§ **Stored items from a collection**:
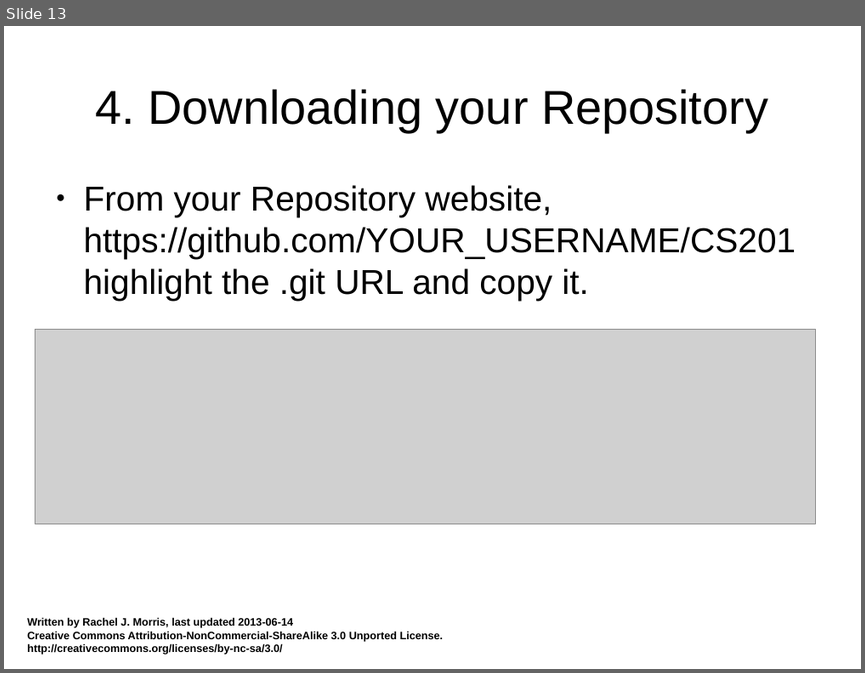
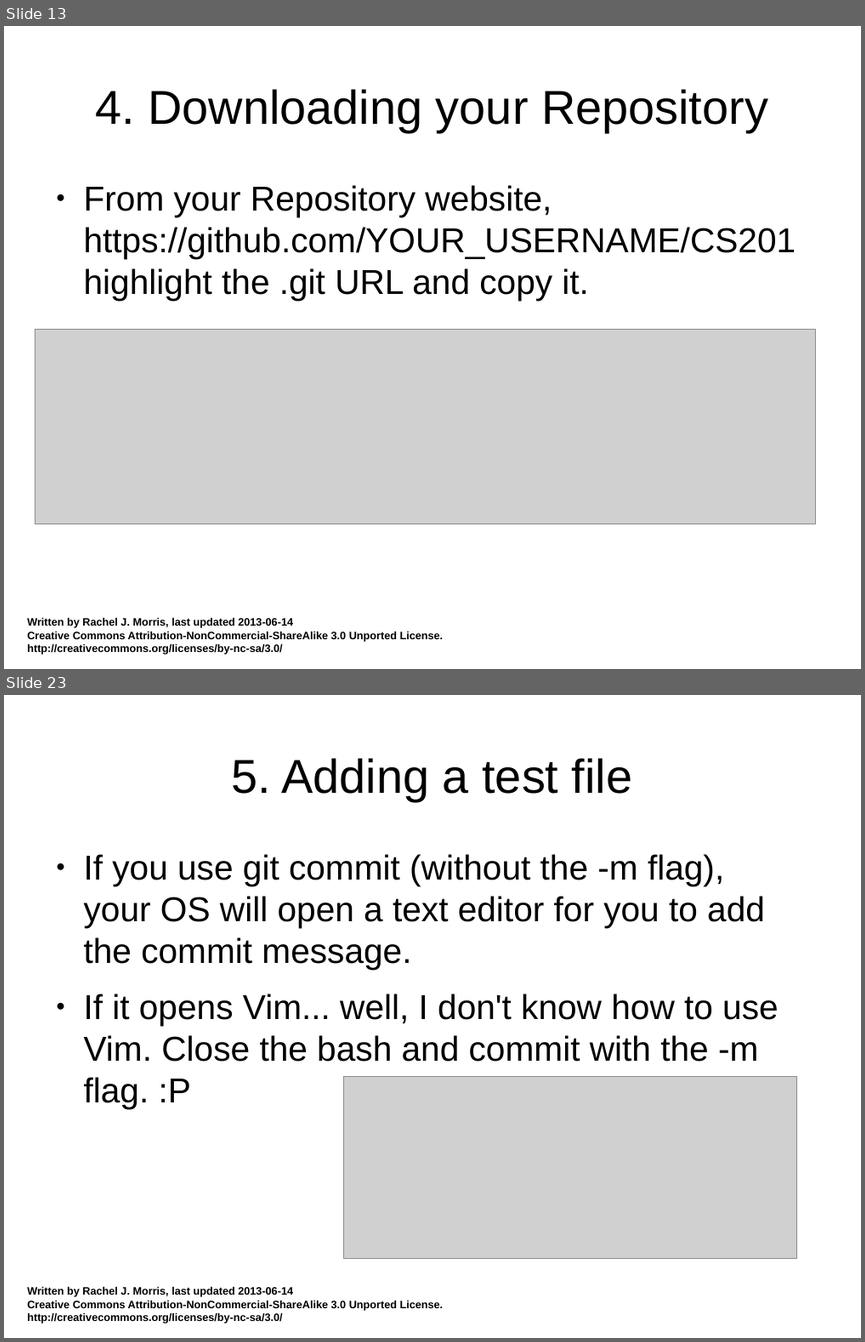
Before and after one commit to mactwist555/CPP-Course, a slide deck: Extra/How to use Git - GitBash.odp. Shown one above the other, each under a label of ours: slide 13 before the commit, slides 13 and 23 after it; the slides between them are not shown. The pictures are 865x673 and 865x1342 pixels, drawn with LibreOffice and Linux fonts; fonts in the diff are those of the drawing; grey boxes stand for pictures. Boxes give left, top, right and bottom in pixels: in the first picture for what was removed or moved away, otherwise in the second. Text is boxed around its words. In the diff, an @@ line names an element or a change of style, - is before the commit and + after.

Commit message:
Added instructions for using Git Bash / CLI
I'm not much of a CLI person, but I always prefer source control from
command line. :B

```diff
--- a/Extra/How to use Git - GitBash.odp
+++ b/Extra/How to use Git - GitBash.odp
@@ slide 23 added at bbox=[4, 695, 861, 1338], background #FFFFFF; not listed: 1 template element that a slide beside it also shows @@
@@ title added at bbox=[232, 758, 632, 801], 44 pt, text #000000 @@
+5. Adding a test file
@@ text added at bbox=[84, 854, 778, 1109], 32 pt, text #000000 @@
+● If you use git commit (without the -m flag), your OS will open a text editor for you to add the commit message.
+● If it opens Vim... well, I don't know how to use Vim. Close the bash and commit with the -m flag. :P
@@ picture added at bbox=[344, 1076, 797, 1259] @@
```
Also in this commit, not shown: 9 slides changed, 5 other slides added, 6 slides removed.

==

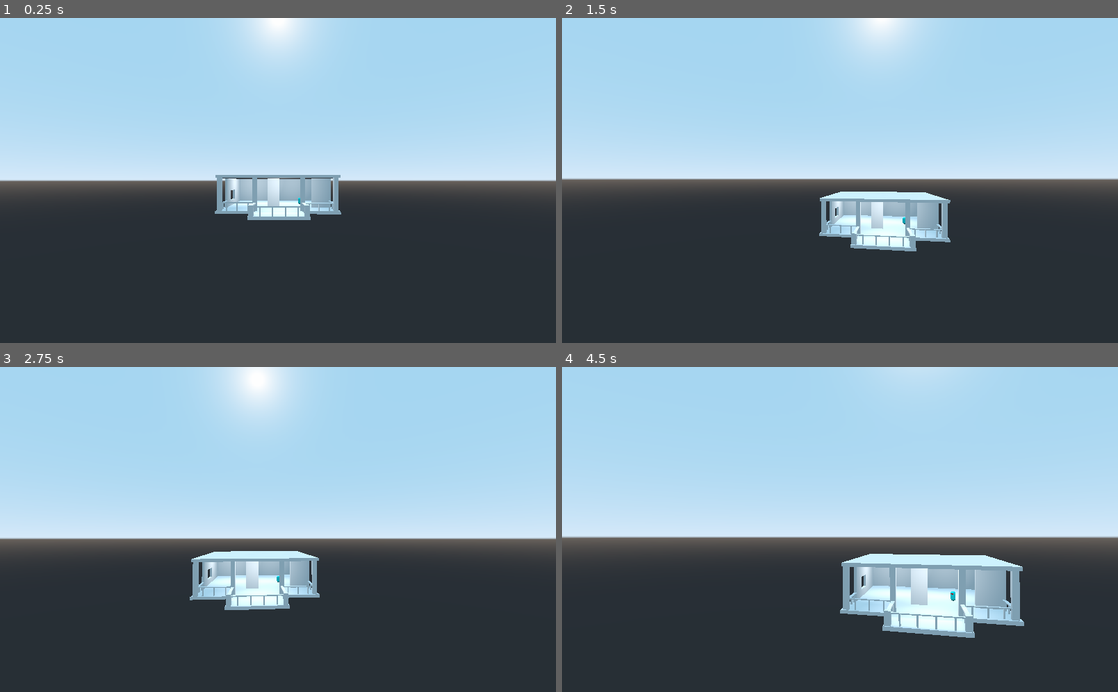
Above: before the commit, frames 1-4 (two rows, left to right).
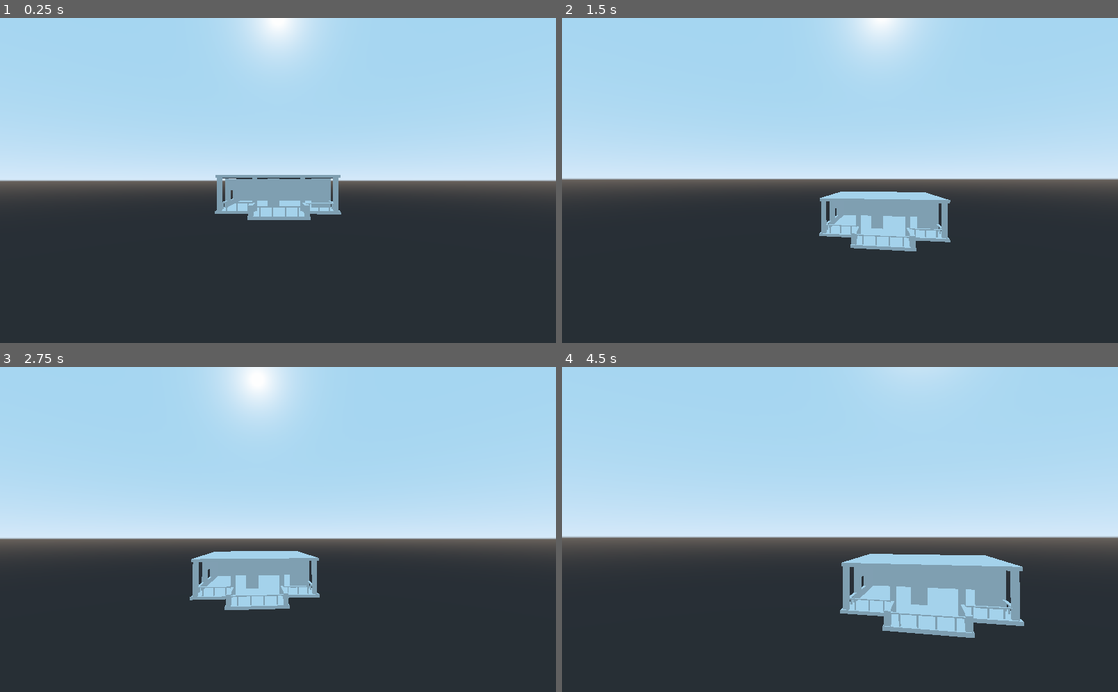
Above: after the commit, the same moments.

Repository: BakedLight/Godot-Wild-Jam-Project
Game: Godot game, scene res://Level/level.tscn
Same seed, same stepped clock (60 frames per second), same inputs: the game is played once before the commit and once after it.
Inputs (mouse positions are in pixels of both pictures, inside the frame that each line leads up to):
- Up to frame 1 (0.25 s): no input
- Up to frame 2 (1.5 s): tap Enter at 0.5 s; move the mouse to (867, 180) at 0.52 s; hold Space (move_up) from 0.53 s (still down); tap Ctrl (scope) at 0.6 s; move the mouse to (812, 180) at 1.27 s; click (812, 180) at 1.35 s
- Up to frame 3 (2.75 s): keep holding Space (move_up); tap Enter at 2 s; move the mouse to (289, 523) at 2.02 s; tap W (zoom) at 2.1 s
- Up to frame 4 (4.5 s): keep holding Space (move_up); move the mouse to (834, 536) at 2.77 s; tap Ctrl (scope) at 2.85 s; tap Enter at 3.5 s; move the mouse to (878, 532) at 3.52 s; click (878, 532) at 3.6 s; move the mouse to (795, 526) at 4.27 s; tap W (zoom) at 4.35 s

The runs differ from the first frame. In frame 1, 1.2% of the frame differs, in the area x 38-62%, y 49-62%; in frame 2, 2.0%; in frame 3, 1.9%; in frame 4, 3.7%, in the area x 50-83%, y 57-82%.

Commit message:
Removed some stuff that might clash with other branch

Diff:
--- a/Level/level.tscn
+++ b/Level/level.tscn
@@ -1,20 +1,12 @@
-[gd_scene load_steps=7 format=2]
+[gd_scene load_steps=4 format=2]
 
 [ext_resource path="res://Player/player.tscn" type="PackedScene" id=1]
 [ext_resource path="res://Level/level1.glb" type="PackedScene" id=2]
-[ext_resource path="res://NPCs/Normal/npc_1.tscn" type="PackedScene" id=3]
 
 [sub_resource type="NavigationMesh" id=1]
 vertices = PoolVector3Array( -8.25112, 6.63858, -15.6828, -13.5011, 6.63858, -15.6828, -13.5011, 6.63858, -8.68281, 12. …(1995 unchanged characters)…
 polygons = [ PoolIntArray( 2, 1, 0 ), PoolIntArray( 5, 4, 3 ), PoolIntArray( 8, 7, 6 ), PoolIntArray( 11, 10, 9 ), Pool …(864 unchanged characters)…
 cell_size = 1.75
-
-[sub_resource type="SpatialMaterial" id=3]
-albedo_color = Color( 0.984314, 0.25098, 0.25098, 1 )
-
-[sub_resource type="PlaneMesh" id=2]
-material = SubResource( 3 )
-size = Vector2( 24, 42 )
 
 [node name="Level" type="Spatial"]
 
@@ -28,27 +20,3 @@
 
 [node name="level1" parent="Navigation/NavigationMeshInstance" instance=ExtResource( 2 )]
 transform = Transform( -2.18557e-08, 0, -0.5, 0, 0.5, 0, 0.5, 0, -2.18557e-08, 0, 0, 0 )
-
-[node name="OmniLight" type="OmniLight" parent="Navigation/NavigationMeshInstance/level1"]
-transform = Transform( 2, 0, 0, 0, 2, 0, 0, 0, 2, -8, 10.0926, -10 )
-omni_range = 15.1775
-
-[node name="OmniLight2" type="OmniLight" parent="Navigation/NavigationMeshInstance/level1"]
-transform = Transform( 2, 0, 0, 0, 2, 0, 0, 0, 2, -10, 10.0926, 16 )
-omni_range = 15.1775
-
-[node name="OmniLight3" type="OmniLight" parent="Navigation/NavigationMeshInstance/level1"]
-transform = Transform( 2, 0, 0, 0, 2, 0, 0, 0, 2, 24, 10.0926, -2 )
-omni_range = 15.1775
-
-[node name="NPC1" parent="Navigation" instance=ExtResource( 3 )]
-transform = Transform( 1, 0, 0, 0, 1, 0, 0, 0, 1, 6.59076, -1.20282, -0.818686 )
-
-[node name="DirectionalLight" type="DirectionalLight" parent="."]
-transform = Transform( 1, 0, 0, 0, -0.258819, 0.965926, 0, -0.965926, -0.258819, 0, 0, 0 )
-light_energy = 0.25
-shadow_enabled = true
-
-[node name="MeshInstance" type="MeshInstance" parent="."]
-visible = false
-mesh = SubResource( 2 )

==

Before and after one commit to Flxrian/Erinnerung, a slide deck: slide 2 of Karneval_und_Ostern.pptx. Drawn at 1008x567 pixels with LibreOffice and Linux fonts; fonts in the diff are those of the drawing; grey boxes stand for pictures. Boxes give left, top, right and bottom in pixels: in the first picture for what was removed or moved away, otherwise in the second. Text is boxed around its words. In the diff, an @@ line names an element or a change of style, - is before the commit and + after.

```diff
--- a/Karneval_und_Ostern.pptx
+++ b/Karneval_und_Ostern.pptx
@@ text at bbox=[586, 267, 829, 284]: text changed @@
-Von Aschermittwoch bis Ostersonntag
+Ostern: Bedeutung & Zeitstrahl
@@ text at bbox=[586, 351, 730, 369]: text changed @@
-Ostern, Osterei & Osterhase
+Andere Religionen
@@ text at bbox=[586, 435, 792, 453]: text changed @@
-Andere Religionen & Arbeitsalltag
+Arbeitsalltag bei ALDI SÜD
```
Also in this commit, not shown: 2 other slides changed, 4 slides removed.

§ **Problem statement**:
Looking at the data above, return every line from the one with "instance=ExtResource( 2 )]" down to the one with "-mesh = SubResource( 2 )", exactly and inclusively.

§ **Expected answer**:
 [node name="level1" parent="Navigation/NavigationMeshInstance" instance=ExtResource( 2 )]
 transform = Transform( -2.18557e-08, 0, -0.5, 0, 0.5, 0, 0.5, 0, -2.18557e-08, 0, 0, 0 )
-
-[node name="OmniLight" type="OmniLight" parent="Navigation/NavigationMeshInstance/level1"]
-transform = Transform( 2, 0, 0, 0, 2, 0, 0, 0, 2, -8, 10.0926, -10 )
-omni_range = 15.1775
-
-[node name="OmniLight2" type="OmniLight" parent="Navigation/NavigationMeshInstance/level1"]
-transform = Transform( 2, 0, 0, 0, 2, 0, 0, 0, 2, -10, 10.0926, 16 )
-omni_range = 15.1775
-
-[node name="OmniLight3" type="OmniLight" parent="Navigation/NavigationMeshInstance/level1"]
-transform = Transform( 2, 0, 0, 0, 2, 0, 0, 0, 2, 24, 10.0926, -2 )
-omni_range = 15.1775
-
-[node name="NPC1" parent="Navigation" instance=ExtResource( 3 )]
-transform = Transform( 1, 0, 0, 0, 1, 0, 0, 0, 1, 6.59076, -1.20282, -0.818686 )
-
-[node name="DirectionalLight" type="DirectionalLight" parent="."]
-transform = Transform( 1, 0, 0, 0, -0.258819, 0.965926, 0, -0.965926, -0.258819, 0, 0, 0 )
-light_energy = 0.25
-shadow_enabled = true
-
-[node name="MeshInstance" type="MeshInstance" parent="."]
-visible = false
-mesh = SubResource( 2 )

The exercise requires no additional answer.